Monday, August 15, 2011

Eggplant Parmesan

Eggplant Parmesan
Paula George
2 medium size eggplants, peeled and sliced in 1/2" slices
salt

1-1/2 cups flour, seasoned with salt and fresh ground pepper
2 eggs
2 cups milk
3 cups Panko breadcrumbs
1 Tbsp. Italian seasoning
Oil for frying
3 cups of your favorite Marinara sauce
1 cup fresh shredded Parmesan, more, if desired
Prepare eggplant; peel, slice and sprinkle with salt on both sides; allow to sit in colander for at least 30 minutes. Make 3 separate dishes for dredging. 1) Seasoned flour 2)Eggs & Milk whisked together 3) Panko Bread crumbs and Italian seasoning.
Dredge each slice of eggplant in flour...egg wash and panko crumbs.
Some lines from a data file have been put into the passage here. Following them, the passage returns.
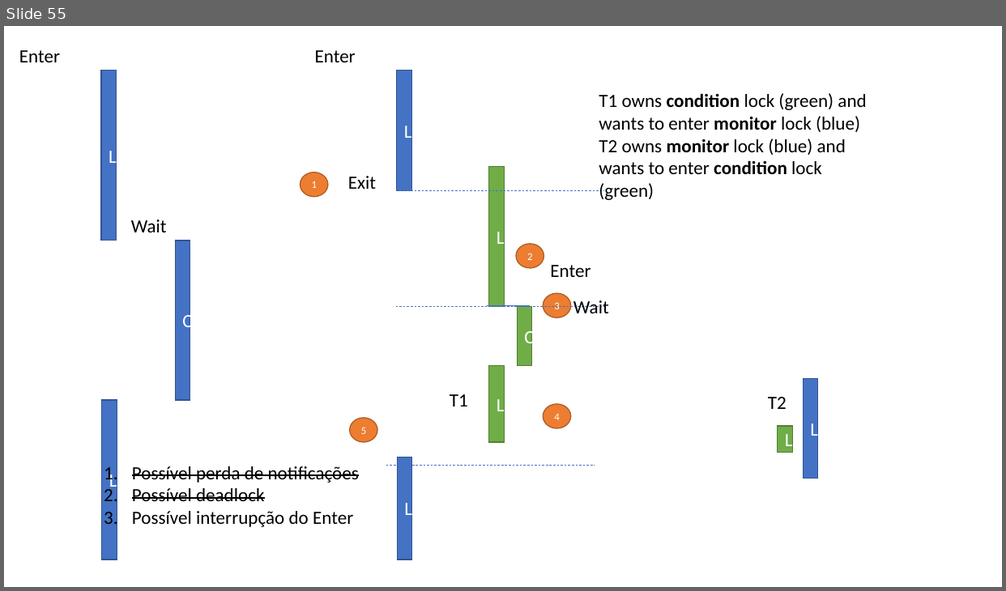
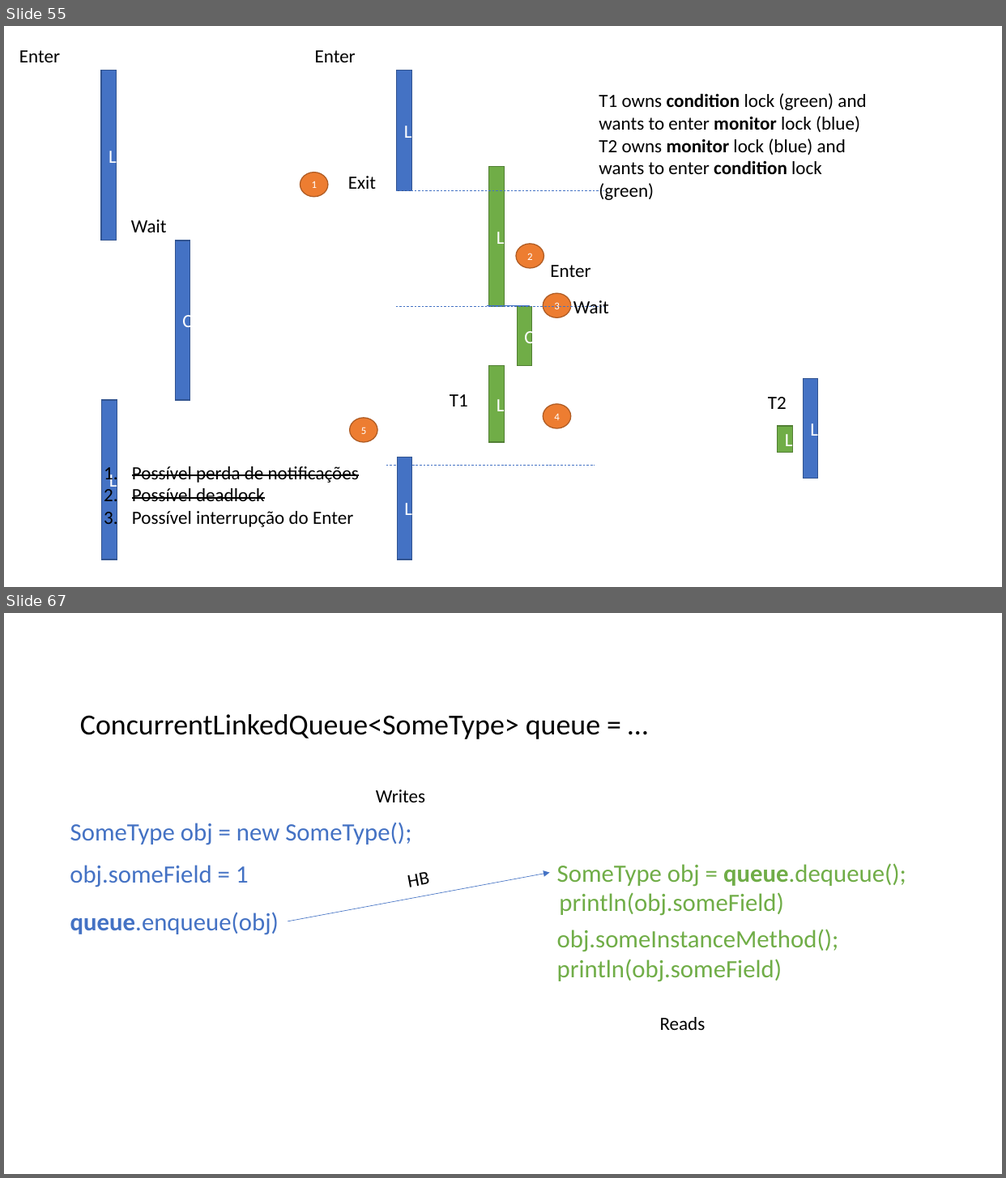
Before and after one commit to isel-leic-pc/s2021v-li51n, a slide deck: docs/threads.pptx. Shown one above the other, each under a label of ours: slide 55 before the commit, slides 55 and 67 after it; the slides between them are not shown. The pictures are 1006x591 and 1006x1178 pixels, drawn with LibreOffice and Linux fonts; fonts in the diff are those of the drawing. Boxes give left, top, right and bottom in pixels: in the first picture for what was removed or moved away, otherwise in the second. Text is boxed around its words. In the diff, an @@ line names an element or a change of style, - is before the commit and + after.

```diff
--- a/docs/threads.pptx
+++ b/docs/threads.pptx
@@ slide 67 added at [4, 613, 1002, 1174], background #FFFFFF @@
@@ text added at [80, 714, 600, 739], 28 pt, text #000000 @@
+ConcurrentLinkedQueue<SomeType> queue = …
@@ text added at [376, 790, 425, 803], 18 pt, text #000000 @@
+Writes
@@ text added at [70, 822, 411, 845], 24 pt, text #4472C4 @@
+SomeType obj = new SomeType();
@@ text added at [70, 865, 249, 888], 24 pt, text #4472C4 @@
+obj.someField = 1
@@ arrow added from (288, 922) to (550, 873), #4472C4 0.5 pt @@
@@ text added at [409, 872, 430, 888], 18 pt, text #000000 @@
+HB
@@ text added at [557, 863, 906, 887], 24 pt, text #70AD47 @@
+SomeType obj = queue.dequeue();
@@ text added at [559, 892, 784, 916], 24 pt, text #70AD47 @@
+println(obj.someField)
@@ text added at [70, 912, 279, 935], 24 pt, text #4472C4 @@
+queue.enqueue(obj)
@@ text added at [557, 929, 839, 982], 24 pt, text #70AD47 @@
+obj.someInstanceMethod();
+println(obj.someField)
@@ text added at [660, 1017, 705, 1030], 18 pt, text #000000 @@
+Reads
```
Also in this commit, not shown: 14 other slides added, 5 other files.

Place on baking sheet until all are coaated.
Heat 3/4" vegetable or peanut oil in large skillet over medium - medium high heat.Fry eggplant slices in heated oil until golden, turning once. Drain on paper towels and layer fan style in large baking dish.
Preheat oven to 350. Heat marinara in saucepan. Top each slice of eggplant with Marinara and Shredded Parmesan. Bake 8-10 minutes until cheese is melted. Serve immediately.

Serving suggestion: Serve with a grilled chicken breast and side salad for a complete meal!